#### [INPUT]

------------------------------------------------------------

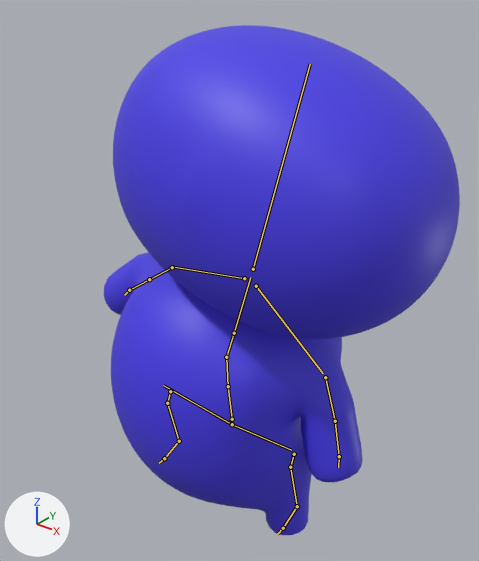
Two versions of the Blender file 3D_Game/char.blend, one commit apart.
Rendered twice from a camera (50 mm lens) standing at (2.55, -3.05, 3.76) and looking at (0.02, 0.11, 1.81). The lights are fixed; the arrows at lower left show +X, +Y and +Z. Both versions are drawn at frame 30 of the action 'Idle_loop'; the numbers are the values there. The bones that bend it are drawn over the model as lines.

Objects in the first picture: 'Player-col'.
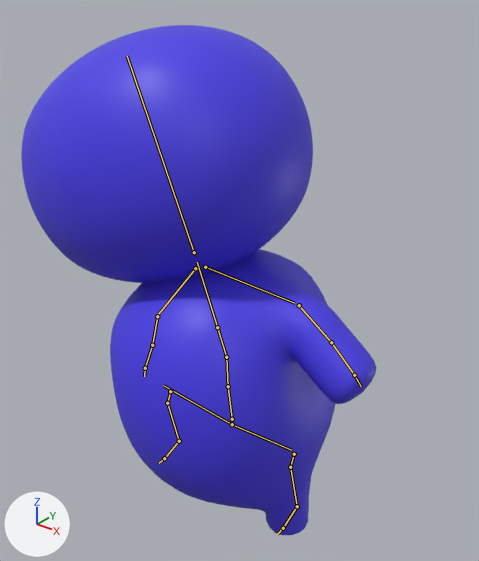
Pixel boxes [x1, y1, x2, y2] of what changed, in the pictures (479 x 561 px):
```json
{"object": "Player-col", "change": "posed", "before": [104, 25, 460, 535], "after": [21, 25, 377, 535]}
{"bone": "spine.002", "before": "(226, 357) to (234, 333)", "after": "(226, 357) to (217, 327)"}
```

The change, as JSON lines over the scene's bpy script:
```json
{"block": "bone_spine_002", "where": "bone_spine_002 = bpy.data.objects['metarig'].pose.bones['spine.002']  # child of 'spine.001'"}
{"op": "set", "path": "bone_spine_002.rotation_quaternion", "old": "(0.989, 0.0, 0.003, -0.142)", "new": "(0.981, 0.0, -0.005, 0.191)", "note": "degrees (0, 0, -16) -> degrees (0, -1, 22)"}
```

------------------------------------------------------------

#### [WORK TASK]
Once you have identified the lines above that contain "after", copy each of them.

#### [REPLY TO THE EXERCISE]
{"object": "Player-col", "change": "posed", "before": [104, 25, 460, 535], "after": [21, 25, 377, 535]}
{"bone": "spine.002", "before": "(226, 357) to (234, 333)", "after": "(226, 357) to (217, 327)"}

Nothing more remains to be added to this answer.